RetroOOD: Understanding Out-of-Distribution Generalization in Retrosynthesis Prediction

TL;DR

This paper investigates the challenges of out-of-distribution generalization in retrosynthesis prediction models, introduces new benchmarks for distribution shifts, and proposes techniques to enhance model robustness in real-world applications.

Contribution

It systematically evaluates existing models under distribution shifts, constructs new benchmarks, and proposes model-agnostic methods to improve OOD performance.

Findings

Existing models perform poorly under distribution shifts.

New benchmarks reveal limitations of current evaluation methods.

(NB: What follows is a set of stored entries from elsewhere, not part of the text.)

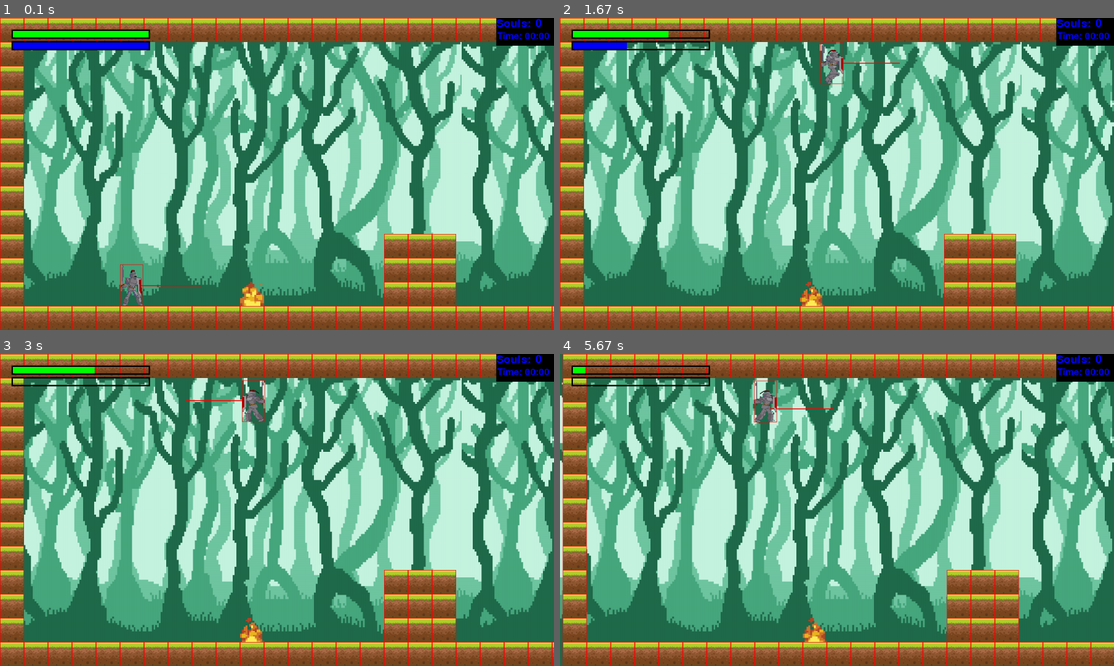
Above: before the commit, frames 1-4 (two rows, left to right).
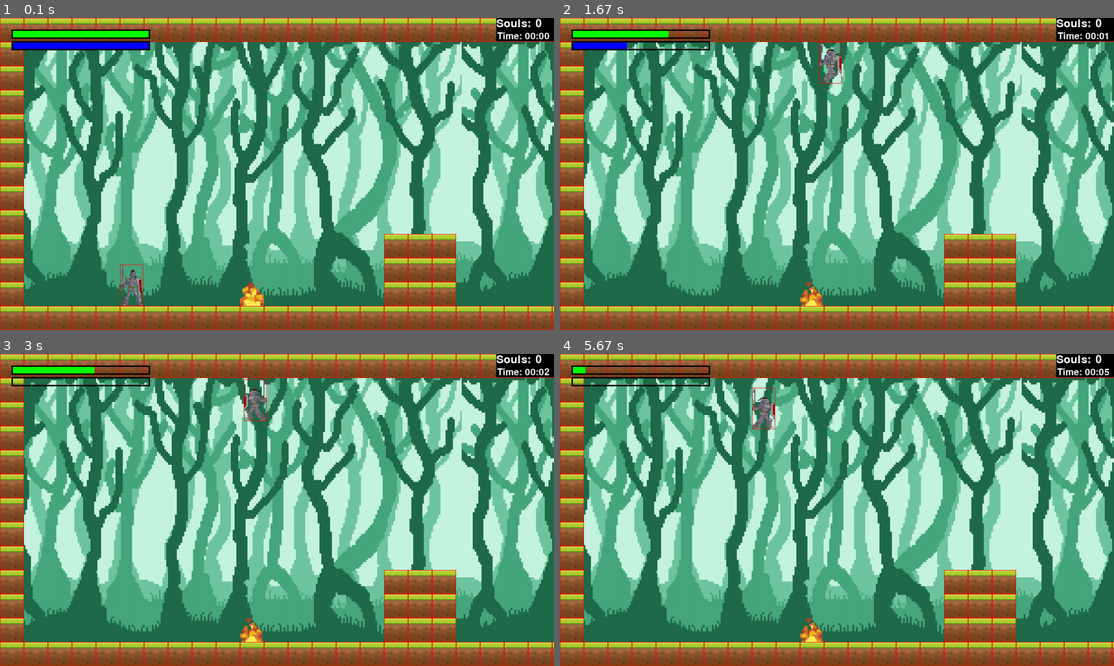
Above: after the commit, the same moments.

Repository: Ignacio630/ignacio_medici_pygame_tp_final
Game: pygame game, started from proyecto_final_juego/main.py
Same seed, same stepped clock (60 frames per second), same inputs: the game is played once before the commit and once after it.
Inputs:
- Up to frame 1 (0.1 s): no input
- Up to frame 2 (1.67 s): hold Z 0.33-0.8 s; hold Right 0.33-0.8 s; hold Right 0.83-1.3 s; tap Space at 0.9, 1.2, 1.4 s; tap X at 0.98 s; hold Right from 1.33 s (still down); tap 0 at 1.48 s
- Up to frame 3 (3 s): tap Space at 1.7, 1.9, 2.2, 2.47, 2.77, 2.9 s; release Right at 1.8 s; hold Left 1.83-2.37 s; hold Right 2.4-2.8 s; tap X at 2.55 s; hold Left from 2.83 s (still down); tap 0 at 2.98 s
- Up to frame 4 (5.67 s): tap Space at 3.2, 3.57, 3.87, 4.07, 4.37, 4.57, 4.87, 5.07, 5.37, 5.63 s; release Left at 3.47 s; hold Right 3.5-3.97 s; hold Left 4-4.47 s; tap X at 4.15 s; hold Right 4.5-4.97 s; tap 0 at 4.65 s; hold Left 5-5.53 s; hold Right from 5.57 s (still down)

The runs differ from the first frame. In frame 1, 0.4% of the frame differs, in the area x 24-100%, y 0-86%; in frame 2, 0.8%; in frame 3, 0.8%; in frame 4, 5.8%, in the area x 0-100%, y 0-100%.

Commit message:
colliders attack

Diff:
--- a/proyecto_final_juego/mapa.py
+++ b/proyecto_final_juego/mapa.py
@@ -30,16 +30,15 @@
         #
         self.start_time = time.time()
         self.time = 0
-        self.score = Score("Souls:",(RESOLUTION_WIDTH-125,0),(200,60))
+        self.score = Score("Souls:",(RESOLUTION_WIDTH-125,0),(260,50))
         self.font_time = pygame.font.Font(None, 30)
-        self.time_surface = self.font_time.render("Time: " + self.formatted_time(), True, B)
+        self.time_surface = self.font_time.render("Time: " + self.formatted_time(), True, W)
         self.time_rect = self.time_surface.get_rect(topright=(RESOLUTION_WIDTH - 10, 30))
         #
 
     def update_time(self):
         current_time = time.time()
         self.time = current_time - self.start_time
-
 
     def formatted_time(self):
         min = int(self.time // 60)
@@ -48,6 +47,7 @@
     def draw_time(self):
         self.update_time()
         self.screen.blit(self.time_surface, self.time_rect)
+
     def draw_background(self):
         bg_width = self.background_list[0].get_width()
 
@@ -119,7 +119,6 @@
     def run(self,delta_ms,keys):
         #fondo
         self.draw_background()
-
         if keys[pygame.K_LEFT] and self.world_move.x > 0:
             self.scroll -= SPEED_WALK / 2
         elif keys[pygame.K_RIGHT]and self.world_move.x < 0:
@@ -143,7 +142,7 @@
             else:
                 enemy.update(self.world_move,self.limits_list,True)
                 enemy.draw(self.screen)
-            self.player.player_line_colliders(screen=self.screen,enemy=enemy)
+            # self.player.player_line_colliders(screen=self.screen,enemy=enemy)
 
         #jugador
         self.score.draw(self.screen)
@@ -156,4 +155,8 @@
         player.draw(self.screen)
         player.map_actions(self.world_move)
 
+        self.time_surface = self.font_time.render("Time: " + self.formatted_time(), True, W)
+        self.time_rect = self.time_surface.get_rect(topright=(RESOLUTION_WIDTH - 10, 30))
+
+        # Dibujar el tiempo en la pantalla
         self.draw_time()
--- a/proyecto_final_juego/player.py
+++ b/proyecto_final_juego/player.py
@@ -23,6 +23,7 @@
 
         self.frame = 0
         self.animation = self.stay_frames_r
+        self.size_player = size
         self.imagen_jugador = self.animation[self.frame]
         self.rect_jugador = self.imagen_jugador.get_rect(topleft = pos)
 
@@ -33,7 +34,7 @@
         self.jump_power = jump_power
         self.jump_height = jump_height
         self.start_jump = 0
-        self.is_attacking = False
+        self.attack_type = 0
         self.is_jumping = False
         self.is_shooting = False
         self.gravity = gravity
@@ -83,15 +84,20 @@
             self.frame = 0
             self.is_jumping = True
     #ataque
-    def attack(self):
-        if not self.is_attacking:
+    def collider_attack(self,surface):
+        attacking_rect = pygame.Rect(self.rect_jugador.centerx,self.rect_jugador.y,100,100)
+        pygame.draw.rect(surface=surface,color=R,rect=attacking_rect)
+
+    def attack(self,surface):
+        if self.attack_type == 0:
             if self.direction:
                 self.animation = self.attack_frame_r
             else:
                 self.animation = self.attack_frame_l
-            self.is_attacking = True
-        else:
-            self.is_attacking = False
+            self.attack_type = 1
+            self.collider_attack(surface=surface)
+        else:
+            self.attack_type = 0
     #disparo
     def shoot(self):
         if self.is_shooting and self.mana > 0:
@@ -106,7 +112,7 @@
             self.hability_fireball.speed = 0
             print(f"tenes{self.mana}, se necesita 10 de mana para lanzar")
 
-    def inputs(self):
+    def inputs(self,surface):
         keys = pygame.key.get_pressed()
         self.stay()
         self.direction_movement.x = 0
@@ -131,7 +137,7 @@
             self.run()
 
         if keys[pygame.K_z]:
-            self.attack()
+            self.attack(surface)
 
         if keys[pygame.K_x]:
             self.is_shooting = True
@@ -148,7 +154,7 @@
         self.rect_jugador.y += self.direction_movement.y
 
     def update(self,delta_ms):
-        self.inputs()
+
         #Aplicar animacion
         self.tiempo_transcurrido += delta_ms
         if (self.tiempo_transcurrido >= 200):
@@ -191,24 +197,25 @@
             self.speed_walk = SPEED_WALK
             self.speed_run = SPEED_RUN
 
-    def player_line_colliders(self,screen,enemy):
-        keys = pygame.key.get_pressed()
-        if self.direction:
-            line_start = self.rect_jugador.center
-            line_end = (line_start[0] + 150, line_start[1])
-            self.colittion_line = pygame.draw.line(screen,R,line_start,line_end,2)
-            if keys[pygame.K_t]:
-                line_end[0] + 10
-
-        else:
-            line_start = self.rect_jugador.center
-            line_end = (line_start[0] - 150, line_start[1])
-            self.colittion_line = pygame.draw.line(screen,R,line_start,line_end,2)
-
-        if self.colittion_line.colliderect(enemy.rect_enemy):
-            enemy.is_dead = True
+    # def player_line_colliders(self,screen,enemy):
+    #     keys = pygame.key.get_pressed()
+    #     if self.direction:
+    #         line_start = self.rect_jugador.center
+    #         line_end = (line_start[0] + 150, line_start[1])
+    #         self.colittion_line = pygame.draw.line(screen,R,line_start,line_end,2)
+    #         if keys[pygame.K_t]:
+    #             line_end[0] + 10
+
+    #     else:
+    #         line_start = self.rect_jugador.center
+    #         line_end = (line_start[0] - 150, line_start[1])
+    #         self.colittion_line = pygame.draw.line(screen,R,line_start,line_end,2)
+
+    #     if self.colittion_line.colliderect(enemy.rect_enemy):
+    #         enemy.is_dead = True
 
     def draw(self,screen):
+        self.inputs(screen)
         if self.frame < len(self.animation):
             self.imagen_jugador = self.animation[self.frame]
         else:
--- a/proyecto_final_juego/score.py
+++ b/proyecto_final_juego/score.py
@@ -6,12 +6,13 @@
         self.score = 0
         self.font_text = pygame.font.Font(None, 40)
         self.font_score = pygame.font.Font(None, 35)
-        self.text_surface = self.font_score.render(text, True, B)
+        self.text_surface = self.font_score.render(text, True, W)
         self.text_rect = self.text_surface.get_rect(topleft=pos_text)
         self.pos_score = (self.text_rect.right + 10, self.text_rect.y)
-        self.surface_score = self.font_score.render("{0}".format(self.score), True, B)
+        self.surface_score = self.font_score.render("{0}".format(self.score), True, W)
         self.bg_surface = pygame.surface.Surface(bg_size)
         self.bg_rect = self.bg_surface.get_rect(topleft=pos_text)
+
     def add_score(self, points=0):
         self.score += points
 
@@ -19,7 +20,7 @@
         self.score -= points
 
     def update(self):
-        self.surface_score = self.font_score.render("{0}".format(self.score), True, B)
+        self.surface_score = self.font_score.render("{0}".format(self.score), True, W)
 
     def draw(self, screen):
         self.update()
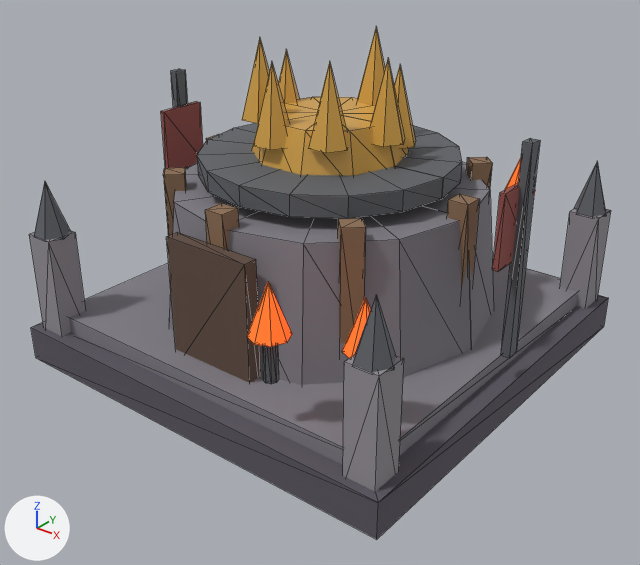
The glTF model models/buildings/gold_mine.glb as it was, and as the next commit left it.
Before and after are seen from a camera (50 mm lens) standing at (4.6, -5.89, 4.25) and looking at (0.24, -0.43, 0.87). Arrows for +X, +Y and +Z are at lower left; the lights stay in place. The picture after the commit comes second. Mesh edges are drawn as thin lines. Vertices at exactly the same position are counted once.

Names of what the first picture shows: 'Gold Mine'.
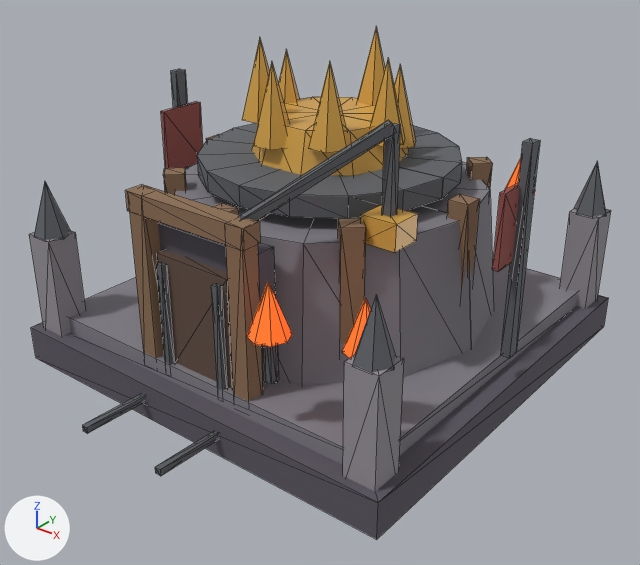
The change, as a diff of the scene's bpy script:
```diff
--- a/models/buildings/gold_mine.glb.py
+++ b/models/buildings/gold_mine.glb.py
@@ me_gold_mine @@
 # used by ob_gold_mine; location = (0.0, 0.0, 0.0)
-me_gold_mine.from_pydata(...)  # 413 vertices, 656 faces; spans x -1.95..1.95, y -2.03..2.03, z 0.0..2.9
+me_gold_mine.from_pydata(...)  # 501 vertices, 788 faces; spans x -1.95..1.95, y -2.55..2.03, z 0.0..2.9
+# me_gold_mine part 1: a new loose piece, a box spanning x -0.57..0.57, y -1.62..-1.4, z 0.21..1.63, in mat_basalt (dark grey #5b5761)
+# me_gold_mine part 2: a new loose piece, a box spanning x -0.6..-0.44, y -1.76..-1.6, z 0.34..1.89, in mat_wood (brown #8e6f55)
+# me_gold_mine part 3: a new loose piece, a box spanning x 0.44..0.6, y -1.76..-1.6, z 0.34..1.89, in mat_wood (brown #8e6f55)
+# me_gold_mine part 4: a new loose piece, a box spanning x -0.62..0.62, y -1.76..-1.6, z 1.74..1.9, in mat_wood (brown #8e6f55)
+# me_gold_mine part 5: a new loose piece, a box spanning x -0.33..-0.27, y -1.765..-1.715, z 0.36..1.36, in mat_iron (grey #76797e)
+# me_gold_mine part 6: a new loose piece, a box spanning x 0.27..0.33, y -1.765..-1.715, z 0.36..1.36, in mat_iron (grey #76797e)
+# me_gold_mine part 7: a new loose piece, a box spanning x 1.11..1.19, y -0.79..-0.71, z 1.73..2.51, in mat_iron (grey #76797e)
+# me_gold_mine part 8: a new loose piece, a box spanning x 0.99..1.31, y -0.89..-0.61, z 1.61..1.83, in mat_gold (orange #d7a64b)
+# me_gold_mine part 9: a new loose piece, a box spanning x -0.38..0.38, y -1.71..-1.57, z 0.3..1.42, in mat_darkwood (brown #614d42)
+# me_gold_mine part 10: the loose piece of 8 vertices spanning x -0.43..0.43, y -1.56..-1.44, z 0.3..1.5 is deleted
+# me_gold_mine part 11
+# 8 vertices are added at x -0.45..0.39, y -2.55..-1.75, z 0.15..0.23
+# 8 new vertices lie (0.06, 0.0, 0.0) away from vertices in x -0.45..0.39, y -2.55..-1.75, z 0.15..0.23
+# 24 new faces join them, mat_iron (grey #76797e)
+# me_gold_mine part 12
+# 8 vertices are added at x 0.38..1.19, y -1.72..-0.71, z 1.79..2.53
+# 12 new faces join them, mat_iron (grey #76797e)
 me_gold_mine.materials.append(mat_basalt)
```

Pixel boxes [x1, y1, x2, y2] of what changed, in the pictures (640 x 565 px):
part 1 of me_gold_mine, added: after [158, 222, 275, 390]
part 2 of me_gold_mine, added (brown): after [130, 212, 164, 358]
part 3 of me_gold_mine, added (brown): after [226, 245, 263, 402]
part 4 of me_gold_mine, added (brown): after [125, 185, 260, 251]
part 5 of me_gold_mine, added: after [156, 262, 175, 365]
part 6 of me_gold_mine, added: after [211, 283, 227, 390]
part 7 of me_gold_mine, added: after [382, 123, 400, 217]
part 8 of me_gold_mine, added (orange): after [361, 205, 418, 253]
part 9 of me_gold_mine, added (brown): after [157, 250, 233, 389]
part 10 of me_gold_mine, deleted (brown): before [166, 232, 260, 383]
part 11 of me_gold_mine, added: after [82, 394, 219, 476]
part 12 of me_gold_mine, added: after [239, 120, 393, 221]

Proposed techniques improve OOD performance by an average of 4.6%.

Abstract

Machine learning-assisted retrosynthesis prediction models have been gaining widespread adoption, though their performances oftentimes degrade significantly when deployed in real-world applications embracing out-of-distribution (OOD) molecules or reactions. Despite steady progress on standard benchmarks, our understanding of existing retrosynthesis prediction models under the premise of distribution shifts remains stagnant. To this end, we first formally sort out two types of distribution shifts in retrosynthesis prediction and construct two groups of benchmark datasets. Next, through comprehensive experiments, we systematically compare state-of-the-art retrosynthesis prediction models on the two groups of benchmarks, revealing the limitations of previous in-distribution evaluation and re-examining the advantages of each model. More remarkably, we are motivated by the above empirical insights to propose two model-agnostic techniques that can improve the OOD generalization of arbitrary off-the-shelf retrosynthesis prediction algorithms. Our preliminary experiments show their high potential with an average performance improvement of 4.6%, and the established benchmarks serve as a foothold for further retrosynthesis prediction research towards OOD generalization.